The Forest at the Edge of the World(18)
Hmm.
She hadn’t expected that. She rather thought he’d be as ridiculously thick as his neck. But he was a tricky one.
“Progress is change that improves everyone’s lives,” she told him. “Our way of living, thinking, behaving.”
“And how do you know if something is progressive or not?” he squinted.
“We test it,” Mahrree said, “as The Writings have said we should do: test all things, as we are tested. Oh, wait. I’m sorry.” She batted her eyelashes. “I understand most people from Idumea no longer read The Writings. Too trite and unprogressive?”
She enjoyed watching his face tighten.
The captain nodded. “I have, in fact, read The Writings once or twice. I seem to remember a line where the Creator told the first five hundred families He placed here that they should test all ideas and knowledge for the truth of it. So, how can you dismiss the educational suggestions of the Administrators without even testing it yourself?”
The audience chuckled nervously for Mahrree. He had a point.
She had one to match.
“I’m all for finding out the truth, Captain. You won’t find anyone more determined than me. So this is being tested first in Idumea? Then I’ll wait to see the results before I suggest to my students’ parents that we try any of it here.”
“So you’re willing to trust someone else’s experience?”
“Yes, Captain. I don’t need to fall off my roof to know it’ll hurt. I saw my poor neighbor Mr.

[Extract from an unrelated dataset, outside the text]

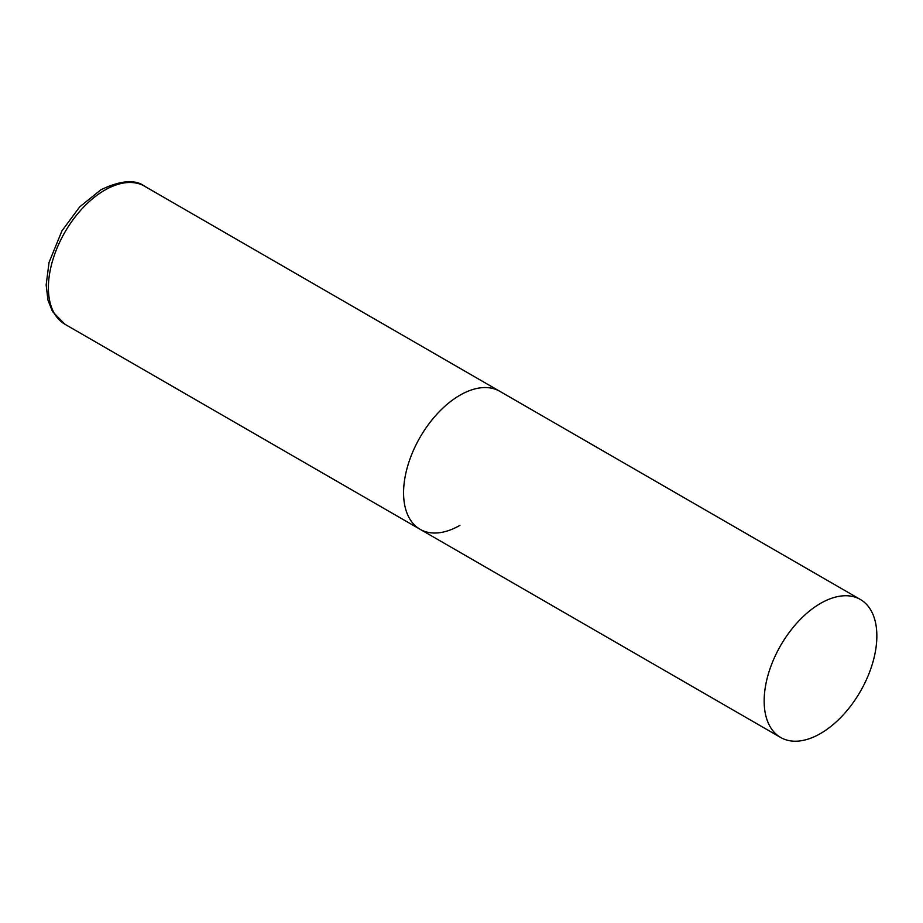 <?xml version="1.0" encoding="UTF-8"?>
<svg xmlns="http://www.w3.org/2000/svg" width="923" height="923" viewBox="0 0 923 923"><rect width="100%" height="100%" fill="white"/><g stroke="black" fill="none" stroke-linecap="round" stroke-linejoin="round"><path stroke-width="1.38" d="M459.919 525.349A79.678 46 -60 0 1 420.08 529.294A79.678 46 -60 0 1 407.862 465.446A79.678 46 -60 0 1 459.919 395.229A79.678 46 -60 0 1 499.758 391.283A79.678 46 120 0 0 438.356 412.627A79.678 46 120 0 0 403.57 492.813A79.678 46 120 0 0 420.08 529.294L64.887 324.227A79.678 46 -60 0 1 52.68 260.378A79.678 46 -60 0 1 104.737 190.161A79.678 46 -60 0 1 144.576 186.215C135.196 179.2 120.648 180.389 100.907 189.78L79.666 206.902L61.945 230.865L49.057 262.397L46.15 284.93L47.927 299.987L52.473 311.512L64.887 324.227M876.85 635.947A79.678 46 120 0 0 860.351 599.465A79.678 46 120 0 0 798.949 620.81A79.678 46 120 0 0 764.163 700.995A79.678 46 120 0 0 780.662 737.477A79.678 46 120 0 0 842.064 716.133A79.678 46 120 0 0 876.85 635.947M860.351 599.465L144.576 186.215M420.08 529.294L780.662 737.477"/></g></svg>
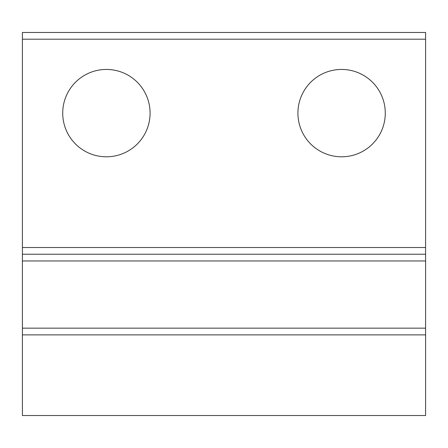 <?xml version="1.0" encoding="UTF-8"?>
<svg xmlns="http://www.w3.org/2000/svg" width="448" height="448" viewBox="0 0 448 448"><rect width="100%" height="100%" fill="white"/><g stroke="black" fill="none" stroke-linecap="round" stroke-linejoin="round"><path stroke-width="0.67" d="M22.4 415.52L22.4 334.88L425.6 334.88L425.6 415.52L22.4 415.52M127.344 74.788A43.68 43.68 180 0 1 144.732 134.064A43.68 43.68 180 0 1 85.456 151.452A43.68 43.68 0 0 1 68.068 92.176A43.68 43.68 0 0 1 127.344 74.788M22.4 334.88L22.4 32.48L425.6 32.48L425.6 334.88M362.544 74.788A43.68 43.68 0 0 0 303.268 92.176A43.68 43.68 0 0 0 320.656 151.452A43.68 43.68 0 0 0 379.932 134.064A43.68 43.68 0 0 0 362.544 74.788M338.24 254.24L412.16 254.24M35.84 254.24L109.76 254.24M22.4 254.24L425.6 254.24M22.4 39.2L425.6 39.2M22.4 247.52L425.6 247.52M22.4 328.16L425.6 328.16M22.4 260.96L425.6 260.96M22.4 32.48L425.6 32.48"/></g></svg>

Hersh learn the ‘truth’ of the hardness of the ground after a long fall.”
The audience laughed and Captain Shin nodded slowly. “So you’re not opposed to progress?”
“If I were, I would still be wearing animal skins and living in that same cave where in the Creator first placed our ancestors when He brought them to this world 319 years ago!”
“You enjoy citing The Writings, don’t you, Miss Peto?” he said with just a slightly condescending tone. “You probably know all of it, how the Creator taught the women to shear sheep and card wool, and how He taught the men to smelt iron, make tools, cut down trees, and make planking for houses?”
She folded her arms in a manner she hoped also seemed slightly condescending. “I do, Captain. I enjoy discovering the truth the Creator and His guides left for us.”
Captain Shin held up a finger. “Can truth be found from other sources, Miss Peto? Can’t we learn to do things without the guidance of the Creator? We’ve been without the influence of guides for almost 120 years now, and we seem to be just fine.”
“Are you suggesting, Captain Shin,” she glowered, “that losing our last guide in 200, his murder in the forest above Moorland, ending the words of the Creator to us, was progressive?”
The angry tension that filled the amphitheater told the captain what his response better be if he had any hope of winning any hearts and minds that night.
“Miss Peto, any man’s murder is tragic,” he said somberly. “And the death of the last holy man is beyond that. Of course I’d never suggest the death of Guide Pax was acceptable. But I would submit that we have carried on admirably since then, and those in this audience who still revere The Writings as deeply as you do, demonstrate that the spirit of the guides is still strong and viable. Perhaps the Creator now wants us to act for ourselves and progress to the best of our abilities without His direct guidance. Miss Peto, we didn’t need a guide or the Creator to discover how to turn flax to linen, or discover silk.
“But, perhaps,” he said with a growing smile that warmed his features and began to warm the audience as well, much to Mahrree’s disappointment, “the Creator did influence that woman to do her wash under the mulberry bushes so that the silk cocoons would fall into her hot water and make such an absurd but useful mess. And it wasn’t because of the guides that men discovered ways to combine different soils, gravel, and water to create mortar to hold rock together. Our ancestors discovered that themselves. They also learned how to turn the pines north of Quake and to the west of Trades into pulp and thin paper, allowing us to print far more books than if we had only costly parchment. We did all that!
“Miss Peto,” he continued earnestly, “I believe the Creator gave us minds and choices so that we could become creators ourselves. He wants us to experiment, try, fail, and try again until we succeed. That’s progress, Miss Peto, and I submit that the Creator is pleased with us when we experiment. In that light, the Creator is pleased with the Administrators when they experiment. These changes in education? Just experiments to see if we can progress to something even greater.”